Pelo menos 30 mil pessoas podem ter sido afetadas só no Estado de São Paulo, que concentra a maior parte da epidemia.
Grangeiro diz que os laboratórios nacionais, produtores de oito das 15 drogas do coquetel anti-Aids, padeciam de falta de planejamento e no ano passado tiveram uma política de reestruturação interrompida porque o governo Lula decidiu trocar o comando da Secretaria de Ciência e Tecnologia e Insumos Estratégicos para atender a parlamentares do PP (Partido Progressista), partido do hoje presidente da Câmara Severino Cavalcanti.
Entrou Luiz Carlos Bueno de Lima, que já trabalhava no ministério e é ligado ao PP, no lugar de José Alberto Hermógenes, conhecido sanitarista. Ambos não foram encontrados ontem pela Folha.
Segundo Grangeiro, que deixou o ministério em agosto e hoje é consultor da Organização Mundial da Saúde em Genebra, também o número pequeno de fornecedores dos sais básicos das drogas explica o problema da falta.
"Nós fizemos reuniões com os laboratórios para cobrar programações atrasadas, alertar sobre falta de medicamentos. Agora, tinha melhorado com a estruturação que o Hermógenes produzia. Quando ele saiu, voltou a mesma fragilidade", afirmou Grangeiro. "Foi uma ruptura que ninguém esperava, criou muita surpresa, pois é uma área estratégica."

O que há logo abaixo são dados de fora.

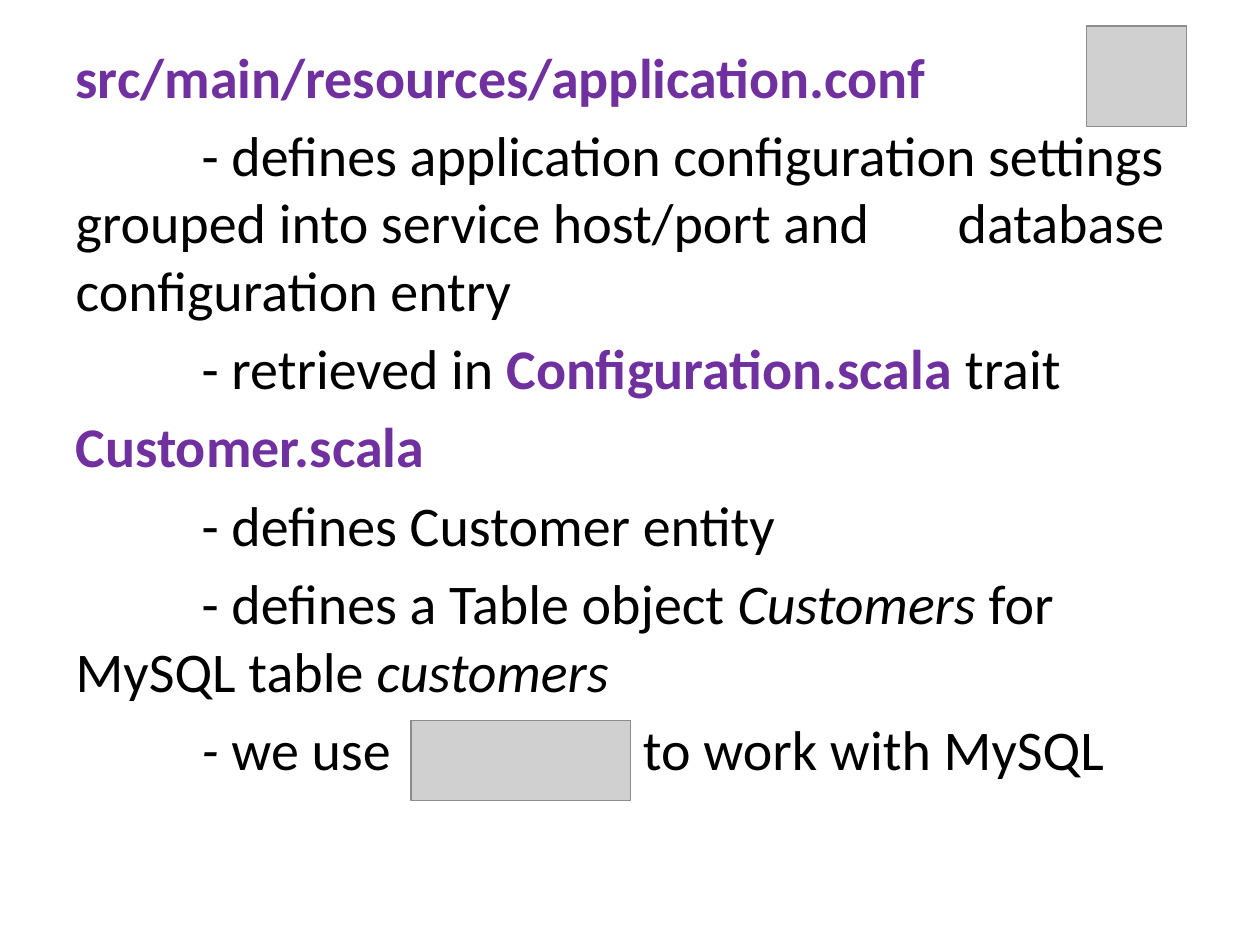
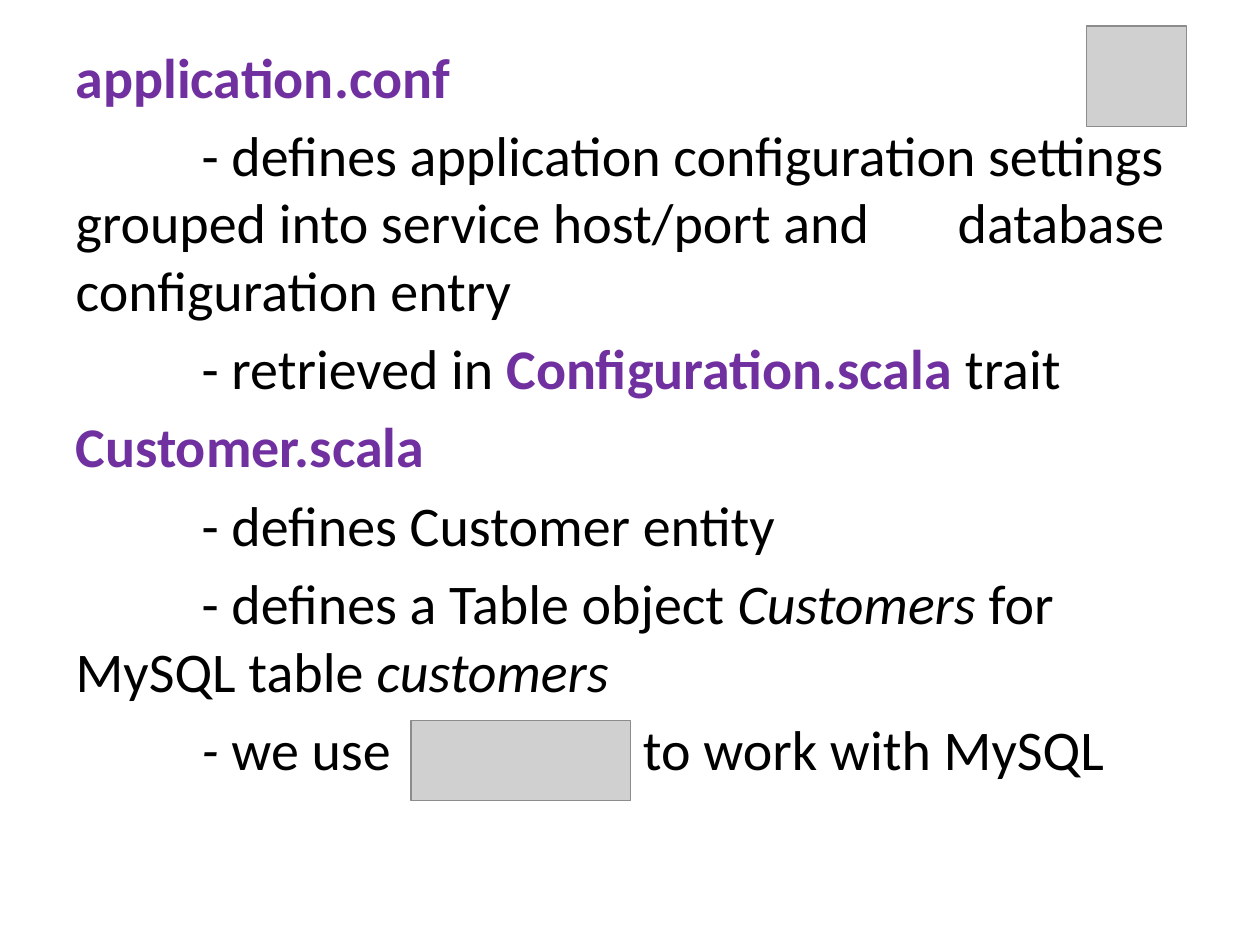
Before and after one commit to martadoberschuetz/scala, a slide deck: slide 12 of project presentation final.pptx (slide 14 before the commit). Drawn at 1260x945 pixels with LibreOffice and Linux fonts; fonts in the diff are those of the drawing; grey boxes stand for pictures. Boxes give left, top, right and bottom in pixels: in the first picture for what was removed or moved away, otherwise in the second. Text is boxed around its words. In the diff, an @@ line names an element or a change of style, - is before the commit and + after.

```diff
--- a/project presentation final.pptx
+++ b/project presentation final.pptx
@@ text at (76, 58, 450, 107): text changed @@
-src/main/resources/application.conf
+application.conf
```
Also in this commit, not shown: 6 other slides changed, 2 slides removed.

Segundo a Folha apurou, a indicação de Lima teria desagradado ao ministro da Saúde, Humberto Costa, que nomeou um assessor cujo trabalho se sobrepõe ao do secretário. A secretaria é responsável por organizar as compras de remédios, acompanhar os laboratórios, redirecionar pedidos se um deles não tem condições de produzir, entre outras funções.

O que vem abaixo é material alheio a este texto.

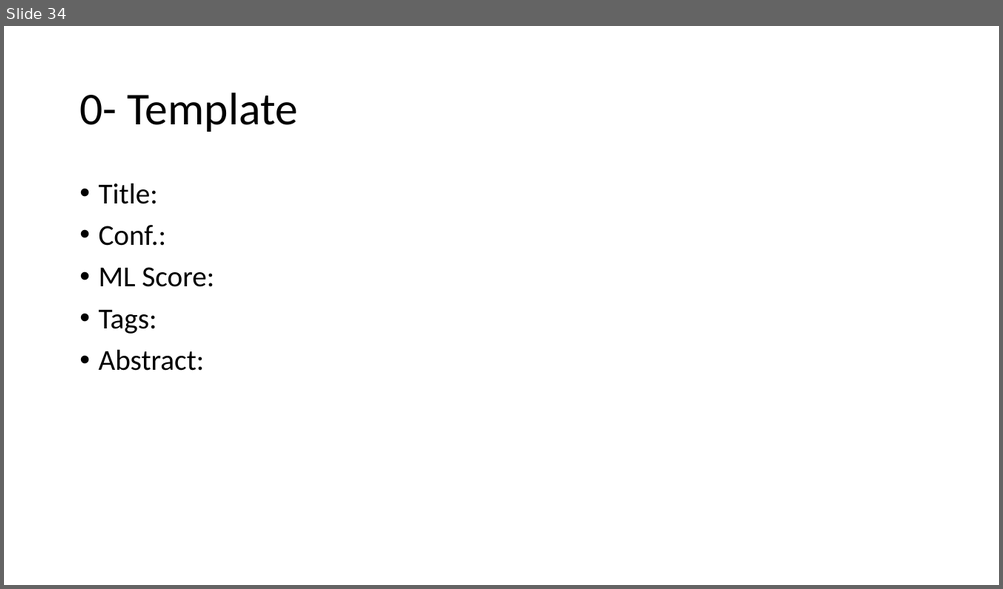
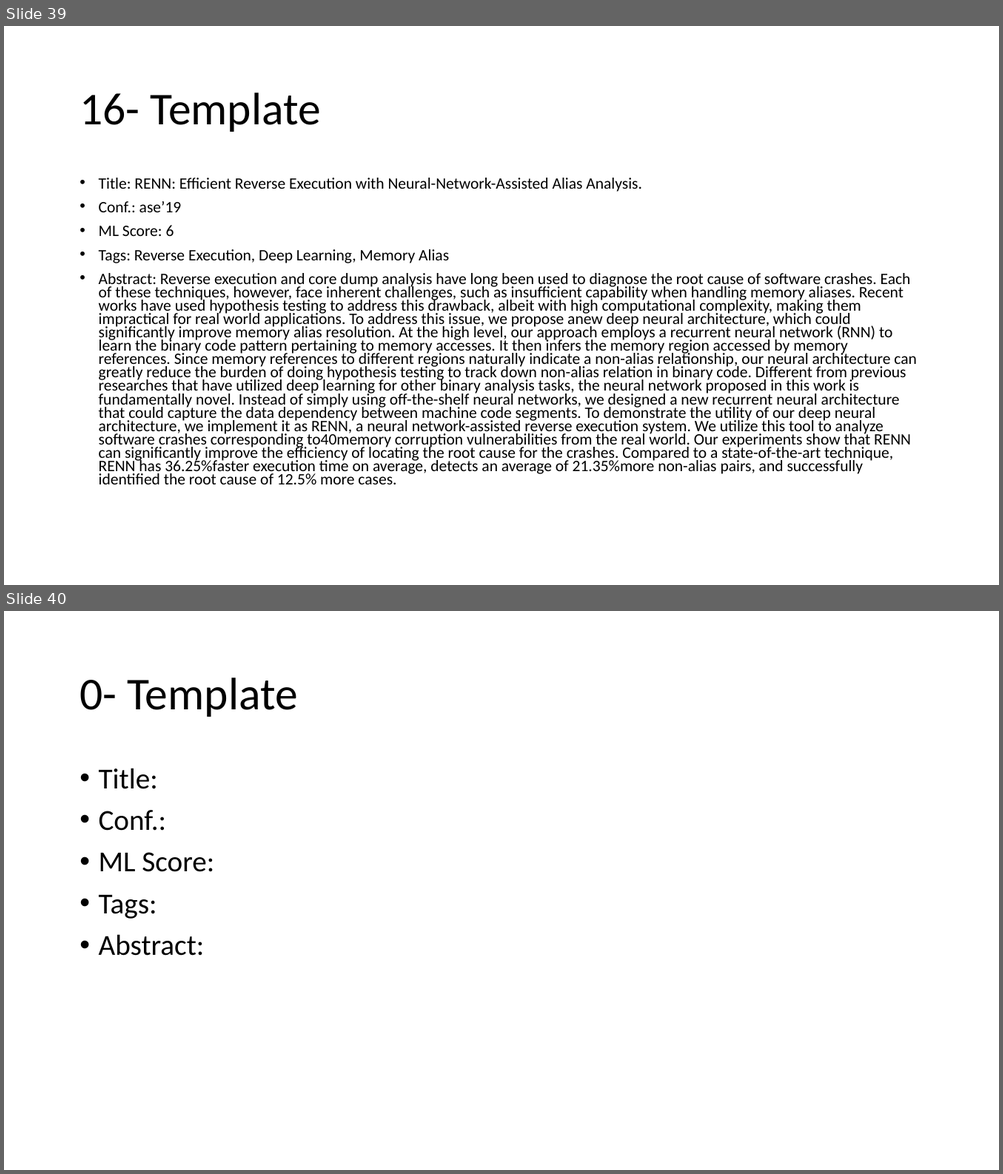
Before and after one commit to AhmadM-DL/SEML, a slide deck: SEML.pptx. Shown one above the other, each under a label of ours: slide 34 before the commit, slides 39 and 40 after it. The pictures are 1003x589 and 1003x1174 pixels, drawn with LibreOffice and Linux fonts; fonts in the diff are those of the drawing. Boxes give left, top, right and bottom in pixels: in the first picture for what was removed or moved away, otherwise in the second. Text is boxed around its words. In the diff, an @@ line names an element or a change of style, - is before the commit and + after.

```diff
--- a/SEML.pptx
+++ b/SEML.pptx
@@ slide 39 added at (x1=4, y1=26, x2=999, y2=585), background #FFFFFF @@
@@ title added at (x1=79, y1=93, x2=321, y2=132), 44 pt, text #000000 @@
+16- Template
@@ text added at (x1=99, y1=178, x2=916, y2=485), 15.4 pt, text #000000 @@
+• Title: RENN: Efficient Reverse Execution with Neural-Network-Assisted Alias Analysis.
+• Conf.: ase’19
+• ML Score: 6
+• Tags: Reverse Execution, Deep Learning, Memory Alias
+• Abstract: Reverse execution and core dump analysis have long been used to diagnose the root cause of software crashes. Each of these techniques, however, face inherent challenges, such as insufficient capability when handling memory aliases. Recent works have used hypothesis testing to address this drawback, albeit with high computational complexity, making them impractical for real world applications. To address this issue, we propose anew deep neural architecture, which could significantly improve memory alias resolution. At the high level, our approach employs a recurrent neural network (RNN) to learn the binary code pattern pertaining to memory accesses. It then infers the memory region accessed by memory references. Since memory references to different regions naturally indicate a non-alias relationship, our neural architecture can greatly reduce the burden of doing hypothesis testing to track down non-alias relation in binary code. Different from previous researches that have utilized deep learning for other binary analysis tasks, the neural network proposed in this work is fundamentally novel. Instead of simply using off-the-shelf neural networks, we designed a new recurrent neural architecture that could capture the data dependency between machine code segments. To demonstrate the utility of our deep neural architecture, we implement it as RENN, a neural network-assisted reverse execution system. We utilize this tool to analyze software crashes corresponding to40memory corruption vulnerabilities from the real world. Our experiments show that RENN can significantly improve the efficiency of locating the root cause for the crashes. Compared to a state-of-the-art technique, RENN has 36.25%faster execution time on average, detects an average of 21.35%more non-alias pairs, and successfully identified the root cause of 12.5% more cases.
@@ what was slide 34 is now slide 40 @@
```
Also in this commit, not shown: 1 slide changed, 5 other slides added.

"Os laboratórios são estatais, muitos acabam também atendendo a demandas locais. Se não houver acompanhamento, você não consegue."

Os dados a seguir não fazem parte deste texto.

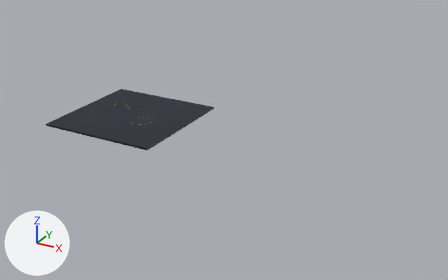
Renders of the COLLADA model tb3_project/gazebo_models/world_light/meshes/world_light.dae from each side of a commit.
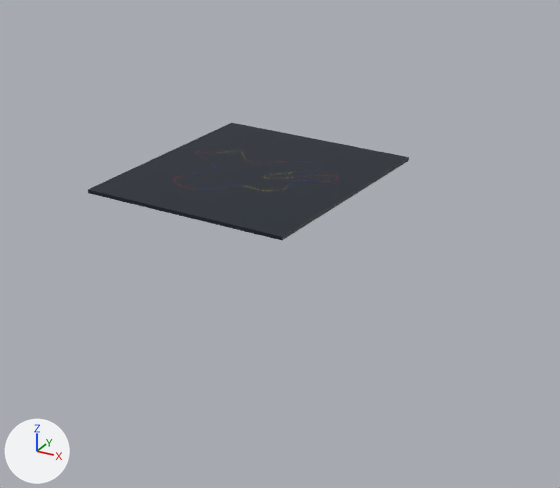
Old and new are each drawn whole from a 50 mm camera at (44.9, -52.5, 27.2) aimed at (14.7, 2.4, -0.3) and again close up on the part from 0% to 65% of the width and 9% to 100% of the height. Lighting does not change. The marker at lower left points along +X, +Y and +Z. Where no turn or scale is listed for an object, it has been applied to the vertices. Vertices at the same position are counted once.
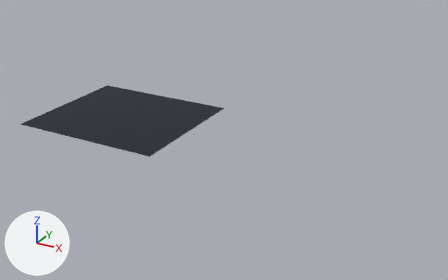
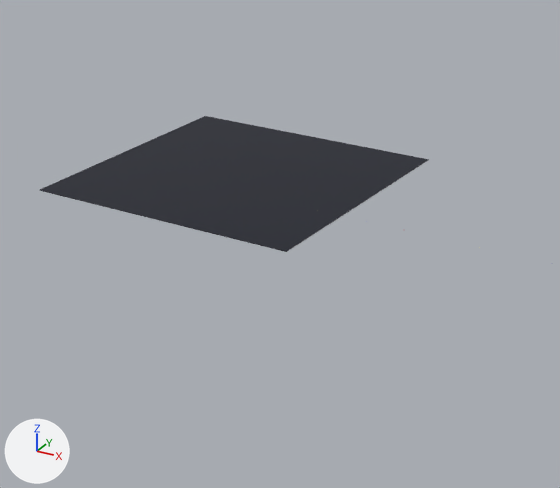
Where the newer file only moved an object's origin or applied its transform, the numbers keep the older frame.

Location of each change, (x1, y1, x2, y2) in pixels of the close-ups (560 x 488 px):
'Cube', reshaped (21% wider, 16% taller)
    before: (88, 123, 409, 240)
    after: (39, 116, 429, 252)

What changed in the scene script:
```text
Change me_cube_001:
    where me_cube_001.from_pydata(...)  # 8 vertices, 12 faces; spans x -7.14..7.14, y -7.09..7.09, z 0.0..0.24
    used by ob_cube; location = (1.84, 3.1, -0.21)
    me_cube_001 part 1
    me_cube_001.vertices[0].co: (-7.14, -7.09, 0.0) -> (-9.68, -8.54, 0.24)  # pixel (88, 193) -> pixel (38, 189)
    me_cube_001.vertices[1].co: (-7.14, -7.09, 0.24) -> (-9.68, -8.54, 0.2)  # pixel (87, 189) -> pixel (39, 190)
    me_cube_001.vertices[2].co: (-7.14, 7.09, 0.0) -> (-9.68, 7.35, 0.24)  # not seen -> pixel (205, 115)
    me_cube_001.vertices[3].co: (-7.14, 7.09, 0.24) -> (-9.68, 7.35, 0.2)  # pixel (231, 122) -> pixel (205, 116)
    me_cube_001.vertices[4].co: (7.14, -7.09, 0.0) -> (8.46, -8.54, 0.24)  # pixel (281, 240) -> pixel (286, 251)
    me_cube_001.vertices[5].co: (7.14, -7.09, 0.24) -> (8.46, -8.54, 0.2)  # pixel (281, 236) -> pixel (286, 252)
    me_cube_001.vertices[6].co: (7.14, 7.09, 0.0) -> (8.46, 7.35, 0.24)  # pixel (408, 160) -> pixel (428, 159)
    me_cube_001.vertices[7].co: (7.14, 7.09, 0.24) -> (8.46, 7.35, 0.2)  # pixel (408, 157) -> pixel (428, 160)
```

Segundo Grangeiro, o consumo dos medicamentos que faltam, entre eles o AZT, vem diminuindo, em razão de drogas mais avançadas terem surgido, e alguns laboratórios até mesmo trabalhavam com capacidade ociosa.
O secretário de Vigilância em Saúde do ministério, Jarbas Barbosa, disse ontem não saber a razão da falta de estoques de remédios em laboratórios oficiais. A falta de AZT, segundo a pasta, deve-se a problemas na matéria-prima do laboratório indiano Hemo, afirmou, reprovada ao chegar.
Ele também não soube dizer se o fornecedor Hemo seria punido. Afirmou que isso era decisão dos laboratórios estatais -Furp (SP), Farmanguinhos (RJ), Iquego (GO) e Lafepe (PE).
A Furp negou ter recebido encomenda do ministério. Lafepe e Farmanguinhos não se manifestaram. A reportagem não conseguiu ouvir o Iquego.
Com a importação de remédios da Argentina pela União, o fornecimento de AZT deverá estar regularizado até amanhã em SP.